NORTH CAROLINA (Reuters) - Flooding in the aftermath of Hurricane Matthew has displaced several thousand people in North Carolina, and authorities were helping more evacuate on Tuesday (Oct 12) as swollen rivers threatened a wide swath of the state.

Governor Pat McCrory said the storm-related death toll in North Carolina has been raised to 19.

He warned of "extremely dangerous" conditions in the coming days in central and eastern North Carolina, where several rivers were at record or near-record levels.

Matthew, the most powerful Atlantic storm since 2007, killed at least 1,000 people in Haiti last week before barreling up the US south-eastern coast and causing at least 30 deaths in Florida, Georgia and the Carolinas.

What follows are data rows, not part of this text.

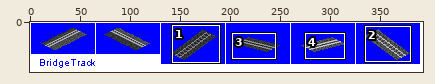
Sprite sheet, stored at gfx/NAAN/NBAN/BridgeTrack_NBAN.png. The picture above shows the old version from afar; the outline marks the close-up.
Close-up. The starting point:
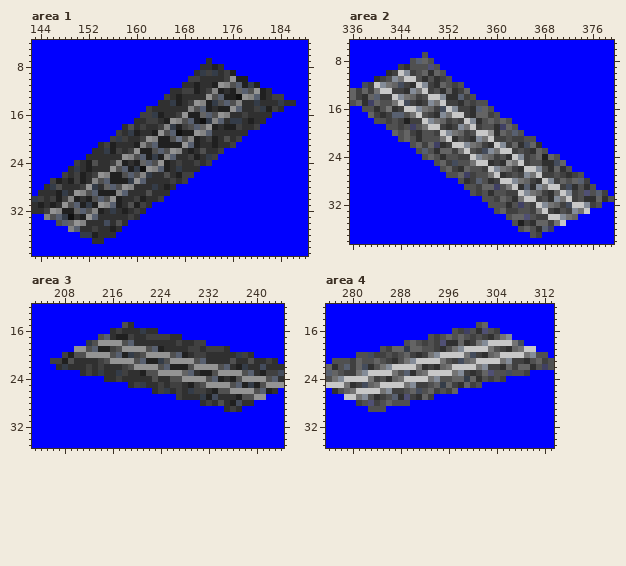
The file is 393x50 pixels. Shown: area 1: x 143..188, y 4..39; area 2: x 336..379, y 5..38; area 3: x 203..244, y 12..35; area 4: x 276..313, y 12..35.
After the commit:
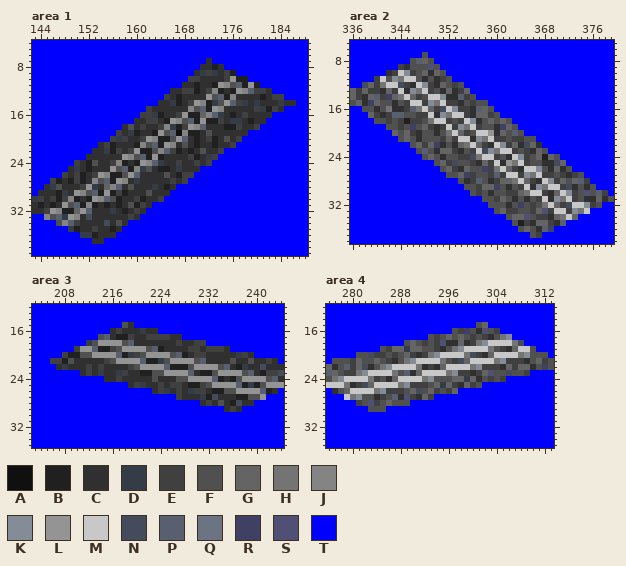
Palette (. is transparent): A #101010  B #202020  C #303030  D #343c48  E #404040  F #505050  G #646464  H #747474  J #848484  K #848c98  L #949494  M #c8c8c8  N #444c5c  P #586070  Q #6c7484  R #404064  S #505074  T #0000ff
Commit: Finish: NBAN track graphics
Change:
Changed rows in their new state; - is an unchanged pixel.
Area 1:
first column x 148:
11 -------------------------------L--
12 -----------------------------LJPEE
13 ----------------------------JCCCC-
14 ---------------------------LPED---
15 -------------------------LJCCC----
16 ------------------------JPDCB-----
17 -----------------------LBBE-------
18 ---------------------LJPCC--------
19 --------------------J-BCF---------
20 -------------------LPC------------
21 -----------------LJCFC------------
22 ----------------JPEB--------------
23 ---------------L-CC---------------
24 -------------LJPDC----------------
25 ------------JDFCB-----------------
26 -----------LPCC-------------------
27 ---------LJCDC--------------------
28 --------JPCF----------------------
29 -------L-EB-----------------------
30 -----LJPF-------------------------
31 ----J-CBC-------------------------
32 ---LPCC---------------------------
33 -LJCNC----------------------------
34 JPEC------------------------------
35 -DB-------------------------------
Area 2:
first column x 339:
11 -EM-------------------------------
12 GEHMM-----------------------------
13 -ECG-M----------------------------
14 ---RGHM---------------------------
15 ----CFEMM-------------------------
16 -----CEPHM------------------------
17 -------FEEM-----------------------
18 ---------FHMM---------------------
19 ---------GEC-M--------------------
20 -----------CFHM-------------------
21 ------------EGEMM-----------------
22 -------------FCGHM----------------
23 ---------------CFEM---------------
24 -----------------NHMM-------------
25 -----------------ECGEM------------
26 -------------------REHM-----------
27 --------------------EPEMM---------
28 ----------------------GGHM--------
29 -----------------------CFEM-------
30 -------------------------GHMM-----
31 -------------------------FCF-M----
32 ----------------------------FHM---
33 ----------------------------GS-MM-
34 ------------------------------CGHM
35 -------------------------------CP-
Area 3:
first column x 210:
19 E-L----------------------------
20 B-F---L------------------------
21 ----CEF---L--------------------
22 --------CEF---L----------------
23 ------------B-F---L------------
24 ----------------C-F---L--------
25 --------------------BEF---L----
26 ------------------------B-F---L
27 ----------------------------B-F
Area 4:
first column x 280:
19 ----------------------------M-F
20 ------------------------M---HKF
21 --------------------M---HKE----
22 ----------------M---HKE--------
23 ------------M---HKE------------
24 --------M---HKF----------------
25 ----M---HKE--------------------
26 M---HKE------------------------
27 HKF----------------------------
Pixel boxes of the changes (left, top, right, bottom) in both close-ups:
changed: (62, 82, 266, 232)
changed: (368, 76, 572, 226)
changed: (74, 346, 260, 400)
changed: (350, 346, 536, 400)
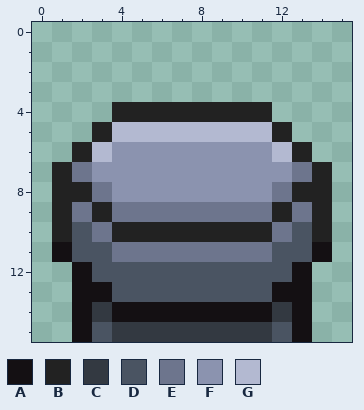
Pixel-art sprite -- art/Pedestal.png. That is the earlier state.
The file is 16x16 pixels.
Palette (. is transparent): A #141013  B #222222  C #333941  D #4a5462  E #6d758d  F #8b93af  G #b3b9d1
Pixels before, first column x 1:
 4 ...BBBBBBBB...
 5 ..BGGGGGGGGB..
 6 .BGFFFFFFFFGB.
 7 BEFFFFFFFFFFEB
 8 BBEFFFFFFFFEBB
 9 BEBEEEEEEEEBEB
10 BDEBBBBBBBBEDB
11 ADDEEEEEEEEDDA
12 .ADDDDDDDDDDA.
13 .AADDDDDDDDAA.
14 .ACAAAAAAAACA.
15 .ADCCCCCCCCDA.
Once edited:
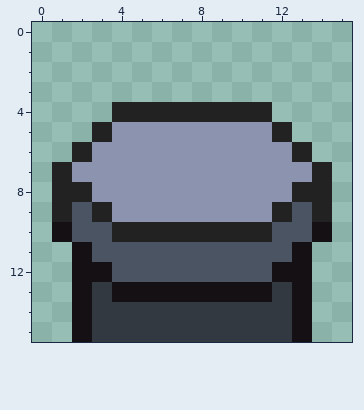
The exact change:
Changed rows in their new state; - is an unchanged pixel.
first column x 1:
 5 ---FFFFFFFF---
 6 --F--------F--
 7 -F----------F-
 8 --F--------F--
 9 -D-FFFFFFFF-D-
10 A-D--------D-A
11 .A-DDDDDDDD-A.
12 --A--------A--
13 --CAAAAAAAAC--
14 ---CCCCCCCC---
15 --C--------C--
Pixel boxes of the changes (left, top, right, bottom) in both pictures:
changed: (52, 122, 332, 342)

Nearly 4,000 people have taken refuge in North Carolina shelters, including about 1,200 people in the hard-hit Lumberton area, where the Lumber River had crested at almost 1.2m above the prior record set in 2004 after Hurricane Frances.

Water blanketed the city of 21,000 people, leaving businesses flooded, homes with water up to their roof lines and drivers stranded after a stretch of Interstate-95 became impassable.

About 532,000 homes and businesses remained without power in the US south-east on Tuesday, down from the peak of around 2.2 million on Sunday morning when the storm was still battering the Carolina coasts.